The Policy Forum goes on to note that the Madison area has done exceptionally well in this 10-year time period for overall job growth, and in particular in these high-paying, educated/skilled positions.

For example, the Madison metro area has experienced strong job growth in general since 2008, with employment growing by over 54,000 overall (16%) and in 17 of the 22 occupational groups. Perhaps most strikingly, employment in highly coveted computer and mathematical occupations—which include software and web developers and computer programmers—has led the way, growing faster than in any other group.

* * *

[Manufacturing jobs, on the other hand, have been stagnant or in decline, particularly in the Milwaukee area.] And that trend has not gotten any better in 2019, as the Bureau of Labor Statistics says that manufacturing employment in the Milwaukee metro area is at its lowest level in more than 8 years, with a decline of 2,000 manufacturing jobs over the last 12 months.

That being said, the Milwaukee metro as a whole has rebounded some in 2019, with health care being a huge reasons for its job growth. As have the 2 next largest metropolitan areas in the state, for that matter. While these numbers aren’t adjusted for seasonality (and therefore require a year-over-year comparison), the Madison, Milwaukee and Green Bay areas have done better for adding jobs than the rest of the state.

[One year] Job growth Oct 2018-Oct 2019
Milwaukee metro +11,800 (+1.3%)
Madison metro +4,700 (+1.2%)
Green Bay metro +2,400 (+1.3%)

The down side is that while the remainder of the state outside of those 3 metro areas accounts for just over 1/2 of the state’s employees, it’s actually lost 5,100 jobs (-0.3%) while the Bigger 3 have grown. And many of those [remaining] areas have also been stagnating in population growth with lower educational levels.

The full jobs data for the year from June 2018 to June 2019 also has some revealing information. According to Jake:

Remarkably, [Wisconsin’s] 0.40% rate of [job] growth and 39th-place rankng in the US put Wisconsin 3rd out of 7 Midwest states for private sector job growth, with only Minnesota (+0.61%) and Indiana (+0.70%) doing better than us. So unlike much of the 2010s, we’re not trailing much of our region, but our region is badly below the US rate of growth of 1.25%. Which sounds a whole lot like the 2000s before the Great Recession, which wasn’t good for the Midwest even before the economy caved in.

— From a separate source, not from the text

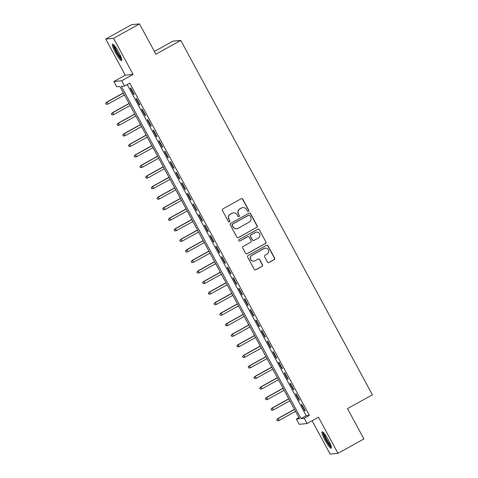 <?xml version="1.0" encoding="UTF-8"?>
<svg xmlns="http://www.w3.org/2000/svg" width="478" height="478" viewBox="0 0 478 478"><rect width="100%" height="100%" fill="white"/><g stroke="black" fill="none" stroke-linecap="round" stroke-linejoin="round"><path stroke-width="0.72" d="M248.411 211.3A0.825 0.813 84.5 0 0 248.727 210.183L242.782 199.183A1.177 1.159 84.5 0 0 241.205 198.711L222.891 208.892A1.177 1.159 84.5 0 0 222.431 210.493L228.376 221.493A0.825 0.813 84.5 0 0 229.482 221.822A0.825 0.813 84.5 0 0 229.804 220.699L229.034 219.277A3.776 3.716 84.5 0 1 230.498 214.15L232.027 213.308A3.776 3.716 84.5 0 1 237.07 214.807L237.841 216.229A0.825 0.813 84.5 0 0 238.946 216.558A0.825 0.813 84.5 0 0 239.269 215.441L238.498 214.019A3.776 3.716 84.5 0 1 239.962 208.892L241.486 208.044A3.776 3.716 84.5 0 1 246.534 209.549L247.305 210.971A0.825 0.813 84.5 0 0 248.411 211.3M247.992 211.401A0.825 0.813 84.5 0 0 248.518 210.201L242.567 199.201A1.177 1.159 84.5 0 0 241.545 198.585M229.064 221.917A0.825 0.813 84.5 0 0 229.589 220.716L229.034 219.277M238.528 216.659A0.825 0.813 84.5 0 0 239.054 215.459L238.498 214.019M328.308 439.85A9.375 1.524 -119.1 0 0 322.1 431.813A9.375 1.524 -119.1 0 0 325.004 440.166A9.375 1.524 -119.1 0 0 331.206 448.203A9.375 1.524 -119.1 0 0 328.308 439.85M118.723 52.233A9.375 1.524 -119.1 0 0 112.515 44.197A9.375 1.524 -119.1 0 0 115.419 52.55A9.375 1.524 -119.1 0 0 121.627 60.587A9.375 1.524 -119.1 0 0 118.723 52.233M267.429 262.022A1.177 1.159 84.5 0 0 269.006 262.494L274.145 259.638A1.177 1.159 84.5 0 0 274.605 258.036L268.003 245.823A1.177 1.159 84.5 0 0 266.425 245.351L248.106 255.527A1.177 1.159 84.5 0 0 247.652 257.128L254.254 269.347A1.177 1.159 84.5 0 0 255.832 269.819L262.04 266.365A1.177 1.159 84.5 0 0 262.494 264.764L259.668 259.536A1.177 1.159 84.5 0 0 258.09 259.07L255.013 260.779A3.155 3.107 84.5 0 1 250.55 258.933A3.155 3.107 84.5 0 1 252.02 255.24L264.077 248.542A3.155 3.107 84.5 0 1 268.54 250.382A3.155 3.107 84.5 0 1 267.071 254.081L265.063 255.198A1.177 1.159 84.5 0 0 264.603 256.794L267.429 262.022M304.199 418.28L307.055 423.556L299.216 424.315L296.36 419.039L299.539 418.728L119.894 86.488L116.722 86.793L113.866 81.523L121.705 80.764L124.561 86.034L121.382 86.345L301.021 418.585L304.199 418.28L309.385 415.4L129.741 83.154L124.561 86.034M139.492 23.9L113.579 38.3L105.74 39.059L131.653 24.659L139.492 23.9L155.888 54.223L180.768 40.397L372.386 394.792L347.506 408.618L363.901 438.941L337.988 453.341L318.456 417.216L307.055 423.556M105.74 39.059L125.272 75.183L133.111 74.425L113.579 38.3M133.111 74.425L121.705 80.764M256.74 227.438A1.177 1.159 84.5 0 0 257.194 225.843L250.591 213.624A1.177 1.159 84.5 0 0 249.014 213.152L230.695 223.334A1.177 1.159 84.5 0 0 230.241 224.935L236.843 237.148A1.177 1.159 84.5 0 0 238.42 237.62L256.525 227.462A1.177 1.159 84.5 0 0 256.985 225.861L250.376 213.642A1.177 1.159 84.5 0 0 249.355 213.033M259.297 229.721L265.899 241.94A1.177 1.159 84.5 0 1 265.445 243.541L247.126 253.716A1.177 1.159 84.5 0 1 245.549 253.25L242.722 248.022A1.177 1.159 84.5 0 1 243.183 246.421L250.609 242.292A1.177 1.159 84.5 0 0 251.07 240.691L249.193 237.225A1.177 1.159 84.5 0 0 247.616 236.753L239.878 241.049A0.825 0.813 84.5 0 1 238.713 240.565A0.825 0.813 84.5 0 1 239.096 239.603L257.72 229.255A1.177 1.159 84.5 0 1 259.297 229.721L265.899 241.94M312.11 420.742L330.149 454.1L337.988 453.341M134.193 94.381L130.769 88.054L130.243 88.101L133.661 94.429L134.193 94.381M139.899 104.927L136.475 98.599L135.943 98.647L139.367 104.981L139.899 104.927M145.599 115.473L142.175 109.145L141.649 109.199L145.067 115.527L145.599 115.473M151.305 126.025L147.881 119.691L147.349 119.745L150.773 126.073L151.305 126.025M157.005 136.571L153.581 130.243L153.056 130.291L156.473 136.618L157.005 136.571M162.705 147.116L159.288 140.789L158.756 140.837L162.179 147.17L162.705 147.116M168.411 157.662L164.988 151.335L164.462 151.389L167.88 157.716L168.411 157.662M174.112 168.214L170.694 161.881L170.162 161.934L173.586 168.262L174.112 168.214M179.818 178.76L176.394 172.433L175.868 172.48L179.286 178.808L179.818 178.76M185.518 189.306L182.1 182.978L181.568 183.026L184.992 189.36L185.518 189.306M191.224 199.852L187.8 193.524L187.268 193.578L190.692 199.906L191.224 199.852M196.924 210.404L193.506 204.07L192.975 204.124L196.398 210.451L196.924 210.404M202.63 220.95L199.207 214.622L198.675 214.67L202.098 220.997L202.63 220.95M208.33 231.495L204.913 225.168L204.381 225.222L207.805 231.549L208.33 231.495M214.036 242.041L210.613 235.714L210.081 235.768L213.505 242.095L214.036 242.041M219.737 252.593L216.313 246.26L215.787 246.313L219.211 252.641L219.737 252.593M225.443 263.139L222.019 256.811L221.487 256.859L224.911 263.187L225.443 263.139M231.143 273.685L227.719 267.357L227.193 267.411L230.611 273.739L231.143 273.685M236.849 284.231L233.425 277.903L232.894 277.957L236.317 284.285L236.849 284.231M242.549 294.783L239.125 288.449L238.6 288.503L242.017 294.83L242.549 294.783M248.255 305.328L244.832 299.001L244.3 299.049L247.724 305.376L248.255 305.328M253.955 315.874L250.532 309.547L250.006 309.601L253.424 315.928L253.955 315.874M259.656 326.42L256.238 320.093L255.706 320.146L259.13 326.474L259.656 326.42M265.362 336.972L261.938 330.639L261.412 330.692L264.83 337.02L265.362 336.972M271.062 347.518L267.644 341.19L267.112 341.238L270.536 347.566L271.062 347.518M276.768 358.064L273.344 351.736L272.819 351.79L276.236 358.118L276.768 358.064M282.468 368.61L279.05 362.282L278.519 362.336L281.942 368.663L282.468 368.61M288.174 379.162L284.751 372.828L284.219 372.882L287.642 379.209L288.174 379.162M293.874 389.707L290.457 383.38L289.925 383.428L293.349 389.755L293.874 389.707M299.581 400.253L296.157 393.926L295.625 393.98L299.049 400.307L299.581 400.253M127.172 84.588L306.207 415.705L309.385 415.4M301.331 404.525L304.755 410.853L305.281 410.799L301.863 404.472L301.331 404.525M180.768 40.397L172.928 41.156L154.394 51.457M298.935 417.611L296.36 419.039M125.272 75.183L113.866 81.523M306.207 415.705L301.021 418.585M133.661 94.429L134.091 94.196M139.367 104.981L139.797 104.742M145.067 115.527L145.497 115.288M150.773 126.073L151.203 125.834M156.473 136.618L156.904 136.385M162.179 147.17L162.61 146.931M167.88 157.716L168.31 157.477M173.586 168.262L174.016 168.023M179.286 178.808L179.716 178.575M184.992 189.36L185.416 189.121M190.692 199.906L191.122 199.667M196.398 210.451L196.822 210.212M202.098 220.997L202.529 220.764M207.805 231.549L208.229 231.31M213.505 242.095L213.935 241.856M219.211 252.641L219.635 252.402M224.911 263.187L225.341 262.954M230.611 273.739L231.041 273.5M236.317 284.285L236.747 284.046M242.017 294.83L242.448 294.591M247.724 305.376L248.154 305.143M253.424 315.928L253.854 315.689M259.13 326.474L259.56 326.235M264.83 337.02L265.26 336.781M270.536 347.566L270.96 347.333M276.236 358.118L276.666 357.879M281.942 368.663L282.367 368.424M287.642 379.209L288.073 378.97M293.349 389.755L293.773 389.522M299.049 400.307L299.479 400.068M304.755 410.853L305.179 410.614M242.914 207.601L242.704 207.619A3.776 3.716 84.5 0 0 241.276 208.067L241.486 208.044M238.283 214.036A3.776 3.716 84.5 0 1 239.747 208.916L241.276 208.067M233.449 212.859L233.24 212.883A3.776 3.716 84.5 0 0 231.812 213.325L232.027 213.308M228.825 219.294A3.776 3.716 84.5 0 1 230.288 214.174L231.812 213.325M237.871 237.763A1.177 1.159 84.5 0 0 238.211 237.638L256.525 227.462M249.779 215.554A0.825 0.813 84.5 0 0 248.68 215.225L232.601 224.158A0.825 0.813 84.5 0 0 232.278 225.281L233.091 226.781A3.776 3.716 84.5 0 0 238.14 228.287L249.128 222.18A3.776 3.716 84.5 0 0 250.591 217.054L249.779 215.554M248.99 215.13L248.775 215.148A0.825 0.813 84.5 0 0 248.464 215.243L248.68 215.225M236.712 228.729L236.502 228.753A3.776 3.716 84.5 0 1 232.882 226.799L232.069 225.299A0.825 0.813 84.5 0 1 232.392 224.182L248.464 215.243M246.576 253.86A1.177 1.159 84.5 0 0 246.917 253.74L265.23 243.559A1.177 1.159 84.5 0 0 265.69 241.958M248.058 236.616L247.849 236.634A1.177 1.159 84.5 0 0 247.401 236.771L239.878 241.049M258.317 238.008A3.155 3.107 84.5 0 0 256.513 232.099A3.155 3.107 84.5 0 0 255.324 232.469L251.075 234.829A1.177 1.159 84.5 0 0 250.615 236.431L252.492 239.896A1.177 1.159 84.5 0 0 254.069 240.368L258.317 238.008M256.513 232.099L256.304 232.117A3.155 3.107 84.5 0 0 255.109 232.487L255.324 232.469M253.621 240.506L253.412 240.53A1.177 1.159 84.5 0 1 252.276 239.92L250.406 236.449A1.177 1.159 84.5 0 1 250.86 234.853L255.109 232.487M259.082 229.745A1.177 1.159 84.5 0 0 258.06 229.129M265.272 248.166L265.057 248.19A3.155 3.107 84.5 0 0 263.868 248.56L264.077 248.542M253.824 261.149L253.609 261.173A3.155 3.107 84.5 0 1 251.81 255.264L263.868 248.56M255.282 269.962A1.177 1.159 84.5 0 0 255.622 269.837L261.825 266.389A1.177 1.159 84.5 0 0 262.285 264.788L259.458 259.56A1.177 1.159 84.5 0 0 258.431 258.945M268.457 262.637A1.177 1.159 84.5 0 0 268.797 262.518L273.936 259.662A1.177 1.159 84.5 0 0 274.396 258.06L267.788 245.841A1.177 1.159 84.5 0 0 266.766 245.226M105.614 103.35L106.397 104.383L105.614 103.35L107.03 102.149L108.058 104.049L124.459 94.931M105.823 103.326L107.03 102.149L123.438 93.031M106.648 102.184L123.36 92.893M108.058 104.049L106.397 104.383M121.663 59.045A8.114 1.32 60.9 0 1 116.471 52.072A8.114 1.32 60.9 0 1 113.848 44.98M114.654 45.894A7.511 1.225 -119.1 0 0 117.092 51.773A7.511 1.225 -119.1 0 0 121.31 57.88M113.184 44.394A9.315 1.518 -119.1 0 0 116.262 52.09A9.315 1.518 -119.1 0 0 121.812 59.917M331.248 446.667A8.114 1.32 60.9 0 1 326.988 441.331A8.114 1.32 60.9 0 1 323.433 433.45A8.114 1.32 60.9 0 1 323.427 432.596M324.233 433.51A7.511 1.225 -119.1 0 0 324.251 433.618A7.511 1.225 -119.1 0 0 326.988 439.957A7.511 1.225 -119.1 0 0 330.895 445.496M322.77 432.01A9.315 1.518 -119.1 0 0 322.835 432.548A9.315 1.518 -119.1 0 0 326.492 440.877A9.315 1.518 -119.1 0 0 331.397 447.533M111.314 113.895L112.097 114.929L111.314 113.895L112.73 112.694L113.758 114.595L130.165 105.477M111.529 113.872L112.73 112.694L129.138 103.577M112.348 112.73L129.066 103.445M113.758 114.595L112.097 114.929M117.02 124.441L117.803 125.475L117.02 124.441L118.436 123.24L119.458 125.14L135.866 116.023M117.23 124.423L118.436 123.24L134.838 114.123M118.054 123.276L134.766 113.991M119.458 125.14L117.803 125.475M122.721 134.987L123.503 136.021L122.721 134.987L124.137 133.792L125.164 135.686L141.572 126.568M122.936 134.969L124.137 133.792L140.544 124.674M123.754 133.828L140.472 124.537M125.164 135.686L123.503 136.021M128.427 145.539L129.209 146.573L128.427 145.539L129.843 144.338L130.864 146.238L147.272 137.12M128.636 145.515L129.843 144.338L146.244 135.22M129.46 144.374L146.172 135.083M130.864 146.238L129.209 146.573M134.127 156.085L134.91 157.119L134.127 156.085L135.543 154.884L136.571 156.784L152.978 147.666M134.342 156.061L135.543 154.884L151.95 145.766M135.16 154.92L151.879 145.635M136.571 156.784L134.91 157.119M139.833 166.631L140.61 167.664L139.833 166.631L141.249 165.43L142.271 167.33L158.678 158.212M140.042 166.613L141.249 165.43L157.65 156.312M140.867 165.466L157.579 156.181M142.271 167.33L140.61 167.664M145.533 177.177L146.316 178.21L145.533 177.177L146.949 175.982L147.977 177.876L164.384 168.758M145.742 177.159L146.949 175.982L163.356 166.864M146.567 176.018L163.285 166.726M147.977 177.876L146.316 178.21M151.233 187.729L152.016 188.762L151.233 187.729L152.655 186.528L153.677 188.428L170.084 179.31M151.448 187.705L152.655 186.528L169.057 177.41M152.273 186.563L168.985 177.272M153.677 188.428L152.016 188.762M156.939 198.274L157.722 199.308L156.939 198.274L158.355 197.073L159.383 198.973L175.79 189.856M157.148 198.251L158.355 197.073L174.763 187.956M157.973 197.109L174.691 187.824M159.383 198.973L157.722 199.308M162.639 208.82L163.422 209.854L162.639 208.82L164.056 207.619L165.083 209.519L181.491 200.401M162.855 208.802L164.056 207.619L180.463 198.501M163.679 207.655L180.391 198.37M165.083 209.519L163.422 209.854M168.346 219.366L169.128 220.4L168.346 219.366L169.762 218.171L170.789 220.065L187.191 210.947M168.555 219.348L169.762 218.171L186.169 209.053M169.379 218.207L186.097 208.916M170.789 220.065L169.128 220.4M174.046 229.918L174.829 230.952L174.046 229.918L175.462 228.717L176.49 230.617L192.897 221.499M174.261 229.894L175.462 228.717L191.869 219.599M175.085 228.753L191.798 219.462M176.49 230.617L174.829 230.952M179.752 240.464L180.535 241.498L179.752 240.464L181.168 239.263L182.196 241.163L198.597 232.045M179.961 240.44L181.168 239.263L197.575 230.145M180.786 239.299L197.498 230.014M182.196 241.163L180.535 241.498M185.452 251.01L186.235 252.043L185.452 251.01L186.868 249.809L187.896 251.709L204.303 242.591M185.667 250.992L186.868 249.809L203.275 240.691M186.486 249.851L203.204 240.559M187.896 251.709L186.235 252.043M191.158 261.556L191.941 262.589L191.158 261.556L192.574 260.361L193.602 262.255L210.003 253.137M191.367 261.538L192.574 260.361L208.982 251.243M192.192 260.396L208.904 251.105M193.602 262.255L191.941 262.589M196.858 272.107L197.641 273.141L196.858 272.107L198.274 270.906L199.302 272.807L215.709 263.689M197.073 272.084L198.274 270.906L214.682 261.789M197.892 270.942L214.61 261.651M199.302 272.807L197.641 273.141M202.564 282.653L203.347 283.687L202.564 282.653L203.981 281.452L205.008 283.352L221.41 274.235M202.774 282.629L203.981 281.452L220.382 272.335M203.598 281.488L220.31 272.203M205.008 283.352L203.347 283.687M208.265 293.199L209.047 294.233L208.265 293.199L209.681 291.998L210.708 293.898L227.116 284.78M208.48 293.181L209.681 291.998L226.088 282.886M209.298 292.04L226.016 282.749M210.708 293.898L209.047 294.233M213.971 303.745L214.753 304.779L213.971 303.745L215.387 302.55L216.409 304.444L232.816 295.332M214.18 303.727L215.387 302.55L231.788 293.432M215.004 302.586L231.716 293.295M216.409 304.444L214.753 304.779M219.671 314.297L220.454 315.331L219.671 314.297L221.087 313.096L222.115 314.996L238.522 305.878M219.886 314.273L221.087 313.096L237.494 303.978M220.705 313.132L237.423 303.841M222.115 314.996L220.454 315.331M225.377 324.843L226.154 325.877L225.377 324.843L226.793 323.642L227.815 325.542L244.222 316.424M225.586 324.819L226.793 323.642L243.194 314.524M226.411 323.678L243.123 314.393M227.815 325.542L226.154 325.877M231.077 335.389L231.86 336.422L231.077 335.389L232.493 334.188L233.521 336.088L249.928 326.97M231.292 335.371L232.493 334.188L248.901 325.076M232.111 334.23L248.829 324.938M233.521 336.088L231.86 336.422M236.783 345.935L237.56 346.968L236.783 345.935L238.199 344.74L239.221 346.634L255.628 337.522M236.992 345.917L238.199 344.74L254.601 335.622M237.817 344.775L254.529 335.484M239.221 346.634L237.56 346.968M242.483 356.486L243.266 357.52L242.483 356.486L243.9 355.285L244.927 357.185L261.335 348.068M242.693 356.463L243.9 355.285L260.307 346.168M243.517 355.321L260.235 346.036M244.927 357.185L243.266 357.52M248.184 367.032L248.966 368.066L248.184 367.032L249.6 365.831L250.627 367.731L267.035 358.614M248.399 367.008L249.6 365.831L266.007 356.713M249.223 365.867L265.935 356.582M250.627 367.731L248.966 368.066M253.89 377.578L254.672 378.612L253.89 377.578L255.306 376.377L256.333 378.277L272.741 369.159M254.099 377.56L255.306 376.377L271.713 367.265M254.923 376.419L271.641 367.128M256.333 378.277L254.672 378.612M259.59 388.124L260.373 389.158L259.59 388.124L261.006 386.929L262.034 388.823L278.441 379.711M259.805 388.106L261.006 386.929L277.413 377.811M260.63 386.965L277.342 377.674M262.034 388.823L260.373 389.158M265.296 398.676L266.079 399.71L265.296 398.676L266.712 397.475L267.74 399.375L284.141 390.257M265.505 398.652L266.712 397.475L283.119 388.357M266.33 397.511L283.042 388.226M267.74 399.375L266.079 399.71M270.996 409.222L271.779 410.255L270.996 409.222L272.412 408.021L273.44 409.921L289.847 400.803M271.211 409.198L272.412 408.021L288.82 398.903M272.036 408.057L288.748 398.772M273.44 409.921L271.779 410.255M276.702 419.768L277.485 420.801L276.702 419.768L278.118 418.567L279.146 420.467L295.547 411.349M276.911 419.75L278.118 418.567L294.526 409.455M277.736 418.609L294.448 409.317M279.146 420.467L277.485 420.801"/></g></svg>

If you go into Wisconsin’s figures by county, this stat jumps out at you.

Private sector job change, June 2018- June 2019
Dane County +5,033
Rest of State +4,987

Total job change, June 2018 – June 2019
Dane County +6,595
Rest of State +2,745

That’s right, Dane County added more than half the private sector jobs in Wisconsin over that 12-month period, and over 70% of [total] jobs. And literally 1/2 of the 72 counties in Wisconsin LOST jobs between June 2018 and June 2019. Oh, but we’re the crazy hippie moonbats in Madison while the outstate GOPs are the ones in touch with how to grow business in 2019. Riiiight.

FoxConn

Jake has the latest on a Libertarian-leaning think tank pointing out that FoxConn truly is turning into a shadow theater of the absurd:

  • The subsidies granted to FoxConn will depress economic activity in the state for a decade or more.
  • The state is saddled with economic waste because of Wisconsin’s commitments to FoxConn that cannot now go to actual businesses that could use that money productively.
  • A recent Fox-Conn announcement about developing its Green Bay facility contained just a fraction of what was originally announced for that facility (seems to be a pattern with FoxConn) and has been met with a ‘believe it when we see it response.’

Update (10 Jan. 2019): Changed spelling of Fox-Conn to FoxConn.